A survey of the iron ligand-to-metal charge transfer chemistry in water

Abstract

Iron, mostly as Fe²⁺ or Fe³⁺ bound in oxides, is the second most common element in the Earth's crust after aluminium. Salts of the d-block metal are cheap and commercially available and have already been used in organic chemistry in many preparative examples for the C–H functionalization of different classes of starting materials. The literature revealed that like copper or cerium, iron can undergo ligand-to-metal charge transfer processes. Different (anionic) ligands of different sizes can be added in various stoichiometries to commercial Fe(II)/Fe(III) salts leading to a unique orientation of the ligands around the metal centre.
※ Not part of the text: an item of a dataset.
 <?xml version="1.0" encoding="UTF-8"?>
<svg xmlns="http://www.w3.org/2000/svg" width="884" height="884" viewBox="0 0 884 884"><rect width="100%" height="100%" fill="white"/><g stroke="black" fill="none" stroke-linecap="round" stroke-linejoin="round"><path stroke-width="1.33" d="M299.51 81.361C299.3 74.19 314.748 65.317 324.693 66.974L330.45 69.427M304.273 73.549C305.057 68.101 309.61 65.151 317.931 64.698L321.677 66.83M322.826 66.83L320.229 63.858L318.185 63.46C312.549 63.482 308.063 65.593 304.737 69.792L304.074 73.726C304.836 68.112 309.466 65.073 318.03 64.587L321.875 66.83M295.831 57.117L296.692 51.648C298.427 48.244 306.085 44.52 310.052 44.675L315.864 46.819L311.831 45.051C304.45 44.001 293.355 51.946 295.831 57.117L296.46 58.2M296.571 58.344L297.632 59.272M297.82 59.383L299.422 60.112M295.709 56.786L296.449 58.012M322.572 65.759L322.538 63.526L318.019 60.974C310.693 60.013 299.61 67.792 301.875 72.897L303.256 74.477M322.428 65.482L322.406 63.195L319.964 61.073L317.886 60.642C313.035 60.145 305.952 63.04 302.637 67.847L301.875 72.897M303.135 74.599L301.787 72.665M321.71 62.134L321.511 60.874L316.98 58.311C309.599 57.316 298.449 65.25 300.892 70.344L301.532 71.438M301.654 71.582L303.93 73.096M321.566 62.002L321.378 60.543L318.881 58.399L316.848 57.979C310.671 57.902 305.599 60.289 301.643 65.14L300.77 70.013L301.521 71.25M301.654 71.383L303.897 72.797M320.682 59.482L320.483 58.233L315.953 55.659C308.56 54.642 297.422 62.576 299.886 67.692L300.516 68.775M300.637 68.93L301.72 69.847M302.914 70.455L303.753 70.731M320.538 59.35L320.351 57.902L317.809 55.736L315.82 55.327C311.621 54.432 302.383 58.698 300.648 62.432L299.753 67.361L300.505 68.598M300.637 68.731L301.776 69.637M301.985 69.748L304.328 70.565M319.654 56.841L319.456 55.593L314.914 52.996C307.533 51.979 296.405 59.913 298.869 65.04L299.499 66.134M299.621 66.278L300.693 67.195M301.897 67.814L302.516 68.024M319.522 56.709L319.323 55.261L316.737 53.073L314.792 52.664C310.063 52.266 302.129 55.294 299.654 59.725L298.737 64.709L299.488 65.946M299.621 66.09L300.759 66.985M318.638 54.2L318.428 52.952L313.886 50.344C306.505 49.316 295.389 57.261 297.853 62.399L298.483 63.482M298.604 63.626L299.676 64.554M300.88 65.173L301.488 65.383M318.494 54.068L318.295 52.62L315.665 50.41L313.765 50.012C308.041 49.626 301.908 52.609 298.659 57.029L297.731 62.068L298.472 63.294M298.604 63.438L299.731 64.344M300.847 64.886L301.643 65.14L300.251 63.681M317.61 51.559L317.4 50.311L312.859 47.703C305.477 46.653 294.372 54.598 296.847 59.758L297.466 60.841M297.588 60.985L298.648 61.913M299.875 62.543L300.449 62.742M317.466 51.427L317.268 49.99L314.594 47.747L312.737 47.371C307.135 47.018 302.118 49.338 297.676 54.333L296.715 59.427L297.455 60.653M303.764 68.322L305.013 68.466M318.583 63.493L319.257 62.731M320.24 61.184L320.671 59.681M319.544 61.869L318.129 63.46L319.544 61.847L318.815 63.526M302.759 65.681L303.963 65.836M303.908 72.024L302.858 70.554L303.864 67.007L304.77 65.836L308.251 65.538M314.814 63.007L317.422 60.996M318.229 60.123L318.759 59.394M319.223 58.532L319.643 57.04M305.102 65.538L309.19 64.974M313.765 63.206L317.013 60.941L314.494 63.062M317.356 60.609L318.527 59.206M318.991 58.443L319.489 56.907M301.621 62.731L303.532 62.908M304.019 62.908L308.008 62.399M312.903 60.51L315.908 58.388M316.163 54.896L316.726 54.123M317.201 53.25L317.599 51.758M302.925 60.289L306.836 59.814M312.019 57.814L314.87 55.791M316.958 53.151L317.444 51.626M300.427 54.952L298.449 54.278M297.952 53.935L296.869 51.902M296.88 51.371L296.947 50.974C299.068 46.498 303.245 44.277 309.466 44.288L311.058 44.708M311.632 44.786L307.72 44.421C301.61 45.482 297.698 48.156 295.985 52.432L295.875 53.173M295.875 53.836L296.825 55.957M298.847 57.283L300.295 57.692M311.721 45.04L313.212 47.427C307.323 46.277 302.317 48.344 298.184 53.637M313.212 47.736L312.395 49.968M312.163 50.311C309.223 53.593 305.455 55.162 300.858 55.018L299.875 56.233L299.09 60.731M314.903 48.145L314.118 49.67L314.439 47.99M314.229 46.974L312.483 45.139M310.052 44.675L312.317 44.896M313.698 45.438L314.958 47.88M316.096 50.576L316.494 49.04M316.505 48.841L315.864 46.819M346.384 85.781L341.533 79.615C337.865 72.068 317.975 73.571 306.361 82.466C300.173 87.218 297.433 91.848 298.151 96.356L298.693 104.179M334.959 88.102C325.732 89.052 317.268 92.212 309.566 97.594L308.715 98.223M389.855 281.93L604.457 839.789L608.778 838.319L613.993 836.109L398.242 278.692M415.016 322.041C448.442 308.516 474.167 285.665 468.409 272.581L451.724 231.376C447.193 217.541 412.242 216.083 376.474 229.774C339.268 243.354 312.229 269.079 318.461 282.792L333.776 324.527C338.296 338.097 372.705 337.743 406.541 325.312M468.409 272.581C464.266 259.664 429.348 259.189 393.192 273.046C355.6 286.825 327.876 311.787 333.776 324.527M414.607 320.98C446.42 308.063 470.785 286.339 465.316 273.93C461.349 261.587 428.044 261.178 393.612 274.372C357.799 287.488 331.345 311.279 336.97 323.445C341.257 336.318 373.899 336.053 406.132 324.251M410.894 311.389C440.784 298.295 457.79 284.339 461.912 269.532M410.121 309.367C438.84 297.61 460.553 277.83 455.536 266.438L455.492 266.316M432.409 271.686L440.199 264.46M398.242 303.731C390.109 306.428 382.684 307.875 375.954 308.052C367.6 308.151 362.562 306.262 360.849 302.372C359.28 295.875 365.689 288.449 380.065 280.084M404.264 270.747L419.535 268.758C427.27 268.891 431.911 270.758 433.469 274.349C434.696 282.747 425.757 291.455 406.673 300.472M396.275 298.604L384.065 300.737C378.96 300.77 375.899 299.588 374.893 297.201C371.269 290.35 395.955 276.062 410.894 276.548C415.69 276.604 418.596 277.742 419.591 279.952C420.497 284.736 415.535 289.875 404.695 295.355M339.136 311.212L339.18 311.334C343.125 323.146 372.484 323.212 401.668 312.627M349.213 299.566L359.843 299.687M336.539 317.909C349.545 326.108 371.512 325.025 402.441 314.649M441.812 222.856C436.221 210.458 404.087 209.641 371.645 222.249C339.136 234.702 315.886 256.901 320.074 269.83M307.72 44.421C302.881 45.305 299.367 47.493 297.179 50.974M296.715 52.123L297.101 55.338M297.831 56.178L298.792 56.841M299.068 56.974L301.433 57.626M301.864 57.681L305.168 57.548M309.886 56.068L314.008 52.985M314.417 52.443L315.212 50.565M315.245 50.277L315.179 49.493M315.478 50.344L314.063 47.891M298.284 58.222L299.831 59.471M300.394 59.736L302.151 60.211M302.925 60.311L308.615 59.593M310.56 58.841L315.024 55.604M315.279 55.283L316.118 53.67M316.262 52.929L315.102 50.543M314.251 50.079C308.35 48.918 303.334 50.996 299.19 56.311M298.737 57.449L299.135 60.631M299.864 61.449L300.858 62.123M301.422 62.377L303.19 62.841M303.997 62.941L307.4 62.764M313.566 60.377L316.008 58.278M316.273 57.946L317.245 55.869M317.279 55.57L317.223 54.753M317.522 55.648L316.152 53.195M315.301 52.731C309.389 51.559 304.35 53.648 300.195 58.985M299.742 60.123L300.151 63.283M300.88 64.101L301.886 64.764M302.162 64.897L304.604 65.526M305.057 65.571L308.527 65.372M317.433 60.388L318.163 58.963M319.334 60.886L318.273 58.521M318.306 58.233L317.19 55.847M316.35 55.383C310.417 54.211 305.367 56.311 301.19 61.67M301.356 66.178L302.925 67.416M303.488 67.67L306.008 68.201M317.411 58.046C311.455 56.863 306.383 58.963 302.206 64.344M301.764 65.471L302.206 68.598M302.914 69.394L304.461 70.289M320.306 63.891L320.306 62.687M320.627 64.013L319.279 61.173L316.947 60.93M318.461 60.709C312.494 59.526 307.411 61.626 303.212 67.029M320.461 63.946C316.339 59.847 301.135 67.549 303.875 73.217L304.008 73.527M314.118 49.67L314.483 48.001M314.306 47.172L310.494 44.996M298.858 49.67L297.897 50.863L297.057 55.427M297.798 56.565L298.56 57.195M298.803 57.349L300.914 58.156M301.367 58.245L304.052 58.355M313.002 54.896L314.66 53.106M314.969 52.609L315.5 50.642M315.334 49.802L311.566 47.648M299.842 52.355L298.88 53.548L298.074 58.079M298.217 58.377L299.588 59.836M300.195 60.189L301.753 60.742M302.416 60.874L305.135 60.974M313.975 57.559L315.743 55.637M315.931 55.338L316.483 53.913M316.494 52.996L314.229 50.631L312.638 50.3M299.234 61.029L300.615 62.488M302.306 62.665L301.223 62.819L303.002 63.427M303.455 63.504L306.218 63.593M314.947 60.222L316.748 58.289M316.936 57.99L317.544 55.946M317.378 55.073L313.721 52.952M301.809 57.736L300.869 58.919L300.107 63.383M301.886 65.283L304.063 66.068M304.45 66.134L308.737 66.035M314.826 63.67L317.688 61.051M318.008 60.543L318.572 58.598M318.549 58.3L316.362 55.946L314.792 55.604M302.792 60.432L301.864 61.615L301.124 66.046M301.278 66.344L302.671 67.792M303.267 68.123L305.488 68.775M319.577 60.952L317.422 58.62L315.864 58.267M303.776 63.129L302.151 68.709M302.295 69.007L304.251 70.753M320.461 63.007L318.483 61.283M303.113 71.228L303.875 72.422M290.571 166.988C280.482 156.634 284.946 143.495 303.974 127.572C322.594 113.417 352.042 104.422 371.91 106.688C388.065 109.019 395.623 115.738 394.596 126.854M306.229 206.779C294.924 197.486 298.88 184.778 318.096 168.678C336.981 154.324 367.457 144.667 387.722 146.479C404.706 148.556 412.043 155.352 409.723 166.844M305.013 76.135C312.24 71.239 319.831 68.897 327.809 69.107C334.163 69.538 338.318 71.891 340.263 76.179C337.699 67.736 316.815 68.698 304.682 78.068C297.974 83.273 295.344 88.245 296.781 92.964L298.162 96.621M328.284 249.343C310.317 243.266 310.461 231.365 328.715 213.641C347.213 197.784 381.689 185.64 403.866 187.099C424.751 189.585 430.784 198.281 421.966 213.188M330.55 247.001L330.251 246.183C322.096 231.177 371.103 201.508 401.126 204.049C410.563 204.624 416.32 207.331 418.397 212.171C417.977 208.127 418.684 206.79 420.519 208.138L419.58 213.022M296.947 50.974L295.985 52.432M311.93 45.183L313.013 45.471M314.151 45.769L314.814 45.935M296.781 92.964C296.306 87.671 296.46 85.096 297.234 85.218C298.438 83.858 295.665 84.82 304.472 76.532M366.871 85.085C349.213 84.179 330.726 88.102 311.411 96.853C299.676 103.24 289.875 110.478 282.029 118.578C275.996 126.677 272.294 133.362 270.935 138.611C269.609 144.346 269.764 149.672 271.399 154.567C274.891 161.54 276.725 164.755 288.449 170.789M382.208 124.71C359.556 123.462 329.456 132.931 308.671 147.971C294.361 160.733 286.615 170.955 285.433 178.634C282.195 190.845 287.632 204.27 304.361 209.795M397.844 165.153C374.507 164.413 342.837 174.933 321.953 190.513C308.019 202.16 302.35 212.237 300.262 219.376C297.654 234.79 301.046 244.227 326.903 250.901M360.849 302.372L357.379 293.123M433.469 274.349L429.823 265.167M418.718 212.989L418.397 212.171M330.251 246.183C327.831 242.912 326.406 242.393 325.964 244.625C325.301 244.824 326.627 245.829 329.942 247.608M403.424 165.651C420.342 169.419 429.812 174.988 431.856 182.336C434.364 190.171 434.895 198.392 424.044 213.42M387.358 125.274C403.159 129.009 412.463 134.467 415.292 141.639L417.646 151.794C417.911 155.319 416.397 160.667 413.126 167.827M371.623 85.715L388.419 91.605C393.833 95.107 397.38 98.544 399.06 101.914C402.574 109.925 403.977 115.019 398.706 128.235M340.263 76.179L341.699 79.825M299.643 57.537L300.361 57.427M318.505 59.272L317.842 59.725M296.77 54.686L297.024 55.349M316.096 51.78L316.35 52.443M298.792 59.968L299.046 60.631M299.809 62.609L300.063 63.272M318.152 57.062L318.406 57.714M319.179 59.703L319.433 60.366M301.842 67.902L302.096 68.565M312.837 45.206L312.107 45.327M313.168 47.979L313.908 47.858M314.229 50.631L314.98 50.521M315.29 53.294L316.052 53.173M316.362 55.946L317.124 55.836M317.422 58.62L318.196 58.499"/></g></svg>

The resulting complexes are often coloured and can be excited by UV or visible light initiating a metal–ligand bond homolysis in which the metal part gets reduced, and the ligand loses one electron to form highly reactive radical species that can abstract hydrogen atoms or in the case of halide radicals add to double or triple bonds in a suitable substrate. In most of the literature-known procedures, the photoreaction proceeds in organic (polar protic/aprotic) solvents and the reaction medium hardly competes against the ligands (such as alcoholates or halides) for free coordination sites on the metal centre. However, in pure water, unlike other solvents (polar-protic or polar-aprotic), the iron cations get fully solvated and result in aquo-complexes due to the exclusive attachment of water molecules to a metal species, such as in sulphate, nitrate, and perchlorate salts. They possess a general stoichiometry of [M(H₂O)_n]^z+ and have been known for a long time in inorganic and environmental chemistry showing unique and useful characteristics that will be exemplified in this review.